University condo rentals a popular investment

After two semesters living in residence at Simon Fraser University (SFU), 21-year-old Emily McMann told her parents she wanted more privacy.

“Emily is quite independent; she found living in residence very restrictive,” says her mother, Linda McMann. “She told us that her friend’s parents bought a condo in UniverCity at SFU, so my husband Michael and I decided to look into it.”

In the end, they purchased a 600-sq.-ft., one-bedroom condo in the heart of UniverCity for $405,000.

“Emily has at least two more years and if she decides to do her masters, a few more years,” says McMann. “We also like that her condo is right next to transit, so we worry less when she goes out at night.”

Crescent Court condos at SFU by Liberty Homes

Hafez Panju in front of the Novo building, where he owns a condo


McMann sees this as a win/win situation. “We consider this condo as a very good investment. Once Emily is finished her studies, depending on the market, we might pull out our equity or keep it and rent it out to other students.”

McMann’s realtor, Hafez Panju, has been selling condos at UniverCity for a decade.

He knows what a huge demand there is for off-campus housing.So much so, Panju invested in a 410-sq.-ft. studio condo, which he rents out to students.

“I realized what a great investment it was to purchase at SFU … I just had to wait until I had more capital,” says Panju, of Personal Real Estate Corporation, Royal LePage West Real Estate.

In April 2016, Panju paid $230,000 for a studio. It was recently assessed at $305,000.

“I rent it out to an international student for $1,400 a month,” he adds. “I had 15 inquiries and it took less than a week to rent it.”

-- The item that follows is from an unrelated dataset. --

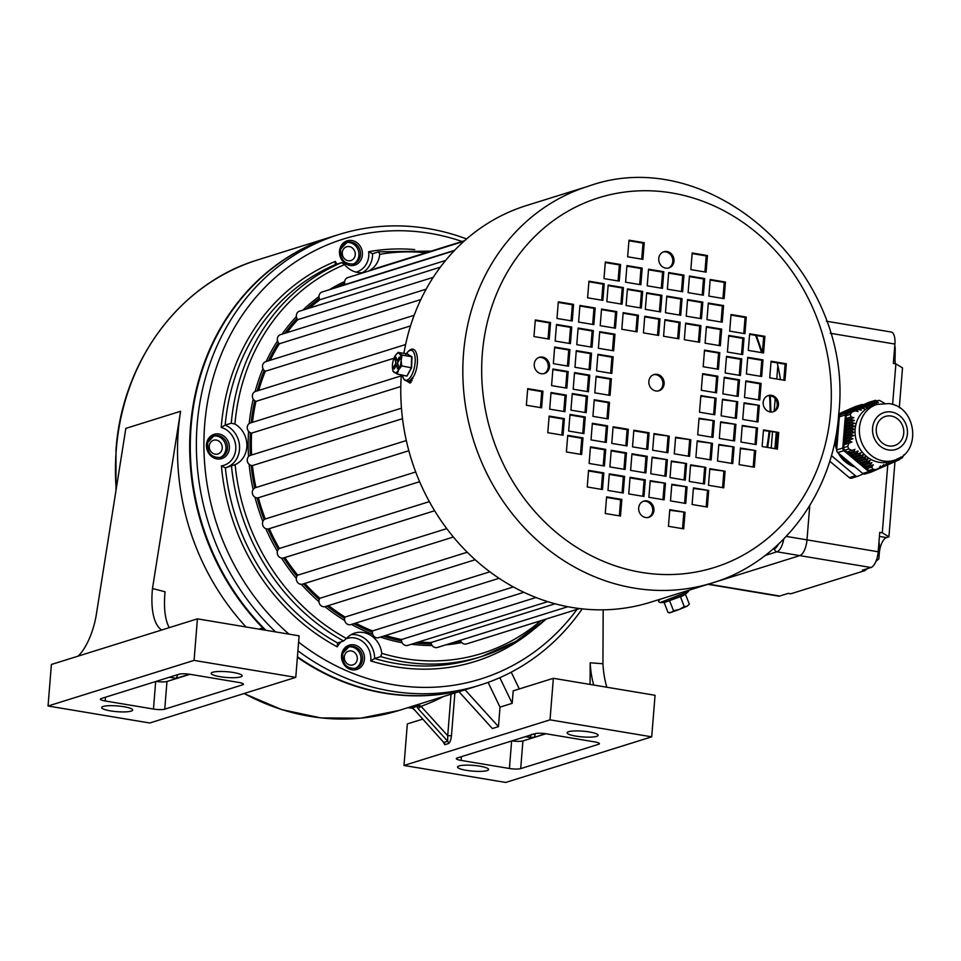 <?xml version="1.0" encoding="UTF-8"?>
<svg xmlns="http://www.w3.org/2000/svg" width="961" height="961" viewBox="0 0 961 961"><rect width="100%" height="100%" fill="white"/><g stroke="black" fill="none" stroke-linecap="round" stroke-linejoin="round"><path stroke-width="1.44" d="M865.02 570.594L862.473 570.173L870.99 567.507L799.804 555.614A14.139 5.814 -80.5 0 0 807 539.866L809.763 505.546L807 539.866A14.139 5.814 99.5 0 1 799.804 555.614L708.545 584.132L779.731 596.024L788.248 593.357L790.795 593.79L865.02 570.594L867.29 568.66M895.184 350.657L895.111 356.711A14.139 5.814 -80.5 0 0 895.448 363.799M892.613 404.485L895.88 363.871L902.511 367.895L899.316 407.668M894.967 461.64L888.925 536.827L882.294 532.802L887.76 464.812M875.964 561.308L878.847 558.87L879.291 553.332A14.139 5.814 99.5 0 1 886.486 537.583L888.925 536.827M765.184 555.458L776.92 551.794L799.804 555.614L708.545 584.132A14.139 5.814 -80.5 0 1 708.197 584.216M707.873 584.312L778.518 596.12A14.139 5.814 -80.5 0 0 779.731 596.024M870.99 567.507A14.139 5.814 -80.5 0 0 878.186 551.758L879.747 532.37L882.294 532.802M826.4 321.202L891.147 332.013A14.139 5.814 -80.5 0 1 894.895 344.062L893.346 363.438L895.88 363.871M894.787 345.48A11.316 4.649 99.5 0 1 895.123 351.462A11.316 4.649 99.5 0 1 893.778 357.96M878.967 542.112A11.316 4.649 99.5 0 1 879.171 549.356A11.316 4.649 99.5 0 1 877.729 555.23M891.195 416.029A15.268 13.622 72.6 0 0 885.441 416.413A15.268 13.622 72.6 0 0 876.324 431.885A15.268 13.622 72.6 0 0 888.793 445.94A15.268 13.622 72.6 0 0 894.547 445.556A15.268 13.622 72.6 0 0 903.676 430.072A15.268 13.622 72.6 0 0 891.195 416.029M851.902 478.097A2.823 2.523 -107.4 0 1 849.368 477.677L829.727 461.208M863.314 473.857L857.993 476.2A2.823 2.523 -107.4 0 1 855.446 475.767L831.385 455.598M894.463 460.247L890.21 461.58A29.262 26.115 -107.4 0 1 879.171 462.313A29.262 26.115 -107.4 0 1 855.266 435.381A29.262 26.115 -107.4 0 1 872.756 405.71L877.009 404.377A29.262 26.115 -107.4 0 0 859.53 434.048A29.262 26.115 -107.4 0 0 883.435 460.98A29.262 26.115 -107.4 0 0 894.463 460.247C921.959 453.051 916.962 406.719 888.901 403.584L877.009 404.377M871.471 470.89A2.823 2.523 -107.4 0 1 868.924 470.47L866.75 468.644L871.735 467.094L872.936 469.22L875.483 469.641L878.859 468.283L880.444 465.977L880.937 467.43L883.82 464.607L884.216 466.085L886.967 463.298L887.267 464.812L889.886 462.061L890.102 463.598L892.565 460.908L892.685 462.469L893.646 462.037L894.979 459.826L895.039 461.412L895.904 461.016L897.154 458.817L897.166 460.427L897.934 460.055L899.088 457.892L899.064 459.502L899.76 459.166L900.805 457.04L900.757 458.649L902.187 457.892L904.037 454.757M871.231 470.986L875.483 469.641M879.507 400.389L885.453 403.8M874.462 401.722L878.474 400.461L874.462 401.722A2.823 2.523 -107.4 0 1 874.93 401.566M865.296 473.917A2.823 2.523 -107.4 0 1 862.75 473.485L837.764 452.547A2.823 2.523 -107.4 0 1 836.695 449.94L839.349 416.834A2.823 2.523 -107.4 0 1 840.815 414.647L868.468 402.503A2.823 2.523 -107.4 0 1 868.936 402.347M862.75 473.485L868.84 471.587A2.823 2.523 72.6 0 0 871.375 472.019L899.028 459.863A2.823 2.523 72.6 0 0 900.133 458.853M899.868 458.926L900.757 458.649M898.067 459.814L899.064 459.502M896.036 460.775L897.166 460.427M893.79 461.797L895.039 461.412M879.039 468.031L880.937 467.43M882.426 466.65L884.216 466.085M885.61 465.328L887.267 464.812M888.577 464.079L890.102 463.598M870.282 464.896L870.882 465.749L865.356 467.478L864.456 466.722L870.282 464.896L871.855 462.601L863.062 465.556L862.149 464.788L868.636 462.77L869.309 463.598M866.75 460.703L867.519 461.508L860.756 463.622L859.855 462.866L866.75 460.703L868.239 458.445L858.461 461.7L857.548 460.932L864.648 458.721L865.501 459.49M853.885 451.502L855.098 452.163L849.26 453.988L848.359 453.22L853.885 451.502L854.93 449.376L846.965 452.054L844.791 450.228A2.823 2.523 -107.4 0 1 843.71 447.622L843.938 444.739L848.923 443.189L847.722 446.372L848.803 448.979L851.951 450.493M856.912 453.196L858.041 453.892L851.566 455.91L850.653 455.154L856.912 453.196L858.053 451.045L855.098 452.163M859.723 454.961L860.768 455.682L853.861 457.844L852.96 457.076L859.723 454.961L860.96 452.775L858.041 453.892M862.305 456.811L863.254 457.556L856.155 459.766L855.254 459.01L862.305 456.811L863.639 454.589L860.768 455.682M850.017 439.874L849.608 441.171L844.094 442.901L844.19 441.7L852.984 438.757L850.581 437.892L844.335 439.85L844.431 438.648L850.905 436.63L850.581 437.892M851.578 433.447L851.338 434.696L844.575 436.799L844.671 435.609L854.449 432.354L851.866 431.561L844.827 433.759L844.923 432.558L852.011 430.336L851.866 431.561M851.422 418.648L851.638 419.753L845.8 421.567L845.896 420.377L853.873 417.687L851.038 416.966L846.052 418.528L846.281 415.645A2.823 2.523 -107.4 0 1 847.746 413.458L855.134 410.84L851.758 412.209L850.293 414.395L851.038 416.966M851.902 421.471L852.035 422.6L845.56 424.618L845.656 423.417L854.449 420.474L851.638 419.753M852.179 424.354L852.215 425.507L845.32 427.669L845.416 426.468L854.809 423.333L852.035 422.6M852.215 427.309L852.167 428.498L845.067 430.708L845.163 429.507L854.942 426.264L852.215 425.507M858.533 409.458L851.698 411.728L858.533 409.458L861.344 410.191L860.491 408.653L854.233 410.599L860.491 408.653M864.684 406.887L856.78 409.482L864.684 406.887L867.411 407.644L866.378 406.167L859.326 408.365L866.378 406.167M876.036 401.722L869.501 403.896L876.036 401.722L878.33 402.611L877.033 401.217M874.21 402.623L866.966 405.013L874.21 402.623L876.612 403.476L875.339 402.07M872.18 403.572L864.419 406.131L872.18 403.572L874.678 404.401L873.441 402.983M869.921 404.605L861.873 407.248L869.921 404.605L872.504 405.41L871.315 403.968M891.303 462.902L892.685 462.469M868.84 471.587L843.854 450.649L837.764 452.547M836.695 449.94L842.773 448.03L845.44 414.936L839.349 416.834M840.815 414.647L846.905 412.75L874.546 400.593L868.468 402.503M866.75 468.644L866.882 466.998M864.456 466.722L864.588 465.076M862.149 464.788L862.281 463.142M859.855 462.866L859.987 461.22M857.548 460.932L857.68 459.286M855.254 459.01L855.386 457.364M852.96 457.076L853.092 455.43M850.653 455.154L850.785 453.508M848.359 453.22L848.491 451.586M843.938 444.739L845.488 444.066L844.094 442.901M844.19 441.7L845.728 441.015L844.335 439.85M844.431 438.648L845.968 437.976L844.575 436.799M844.671 435.609L846.221 434.925L844.827 433.759M844.923 432.558L846.461 431.873L845.067 430.708M845.163 429.507L846.713 428.834L845.32 427.669M845.416 426.468L846.953 425.783L845.56 424.618M845.656 423.417L847.194 422.744L845.8 421.567M845.896 420.377L847.446 419.693L846.052 418.528M876.961 400.917A2.823 2.523 72.6 0 0 874.546 400.593M846.905 412.75A2.823 2.523 72.6 0 0 845.44 414.936M842.773 448.03A2.823 2.523 72.6 0 0 843.854 450.649M867.423 405.71L870.089 406.479L868.972 405.037M861.717 408.137L864.492 408.881L863.543 407.368M855.134 410.84L857.969 411.56L857.224 409.999M846.461 431.873L854.822 429.267L852.167 428.498M852.011 430.336L854.822 429.267M846.713 428.834L854.942 426.264M846.953 425.783L854.809 423.333M847.194 422.744L854.449 420.474M847.446 419.693L853.873 417.687M846.221 434.925L854.449 432.354M850.905 436.63L853.836 435.513L851.338 434.696M845.968 437.976L853.836 435.513M845.728 441.015L852.984 438.757M848.923 443.189L851.902 442.06L849.608 441.171M845.488 444.066L851.902 442.06M864.648 458.721L866.065 456.475L863.254 457.556M868.636 462.77L870.161 460.487L867.519 461.508M871.735 467.094L873.321 464.788L870.882 465.749M838.052 433.039A27.569 24.602 72.6 0 0 837.668 437.832M850.113 462.89A27.569 24.602 -107.4 0 1 845.416 458.95M837.331 442.012A27.569 24.602 -107.4 0 1 838.34 429.435M838.436 428.174A27.569 24.602 72.6 0 0 837.199 443.61M843.59 457.424A27.569 24.602 72.6 0 0 851.554 464.103M852.996 465.316A27.569 24.602 -107.4 0 1 841.536 455.706M837.019 445.784A27.569 24.602 -107.4 0 1 838.569 426.588M838.629 425.807A27.569 24.602 72.6 0 0 836.827 430.42M835.77 436.726A27.569 24.602 72.6 0 0 836.935 446.901M840.539 454.865A27.569 24.602 72.6 0 0 853.62 465.833M854.461 466.541A27.569 24.602 -107.4 0 1 839.085 453.64M836.803 448.583A27.569 24.602 -107.4 0 1 835.145 439.97M837.223 427.741A27.569 24.602 -107.4 0 1 838.725 424.702M838.725 413.867L855.074 406.683A2.823 2.523 -107.4 0 1 855.554 406.527M838.665 414.671L861.164 404.785A2.823 2.523 -107.4 0 1 863.146 404.833M854.942 466.938A27.569 24.602 -107.4 0 1 838.184 452.895M836.719 449.628A27.569 24.602 -107.4 0 1 834.821 441.519M837.379 426.576A27.569 24.602 -107.4 0 1 838.773 424.053M344.675 283.171A189.437 169.088 72.6 0 0 335.954 287.663M319.268 298.439A189.437 169.088 72.6 0 0 306.451 309.022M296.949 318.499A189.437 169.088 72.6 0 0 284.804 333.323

UniverCity has become increasingly popular, not only with students and faculty, but for families, couples, singles and most notably, investors like Panju. With a number of new additions, including schools, daycares, restaurants, grocery stores, hiking/walking trails and more, everything at UniverCity is within walking distance.

According to SFU Community Trust’s UniverCity 2019 report, renters at UniverCity are paying approximately $1,700 per month in rent (up from $1,500 in 2016), with the average size of a rental unit being about 800 sq. ft. Not a bad ROI (return on investment), says Panju.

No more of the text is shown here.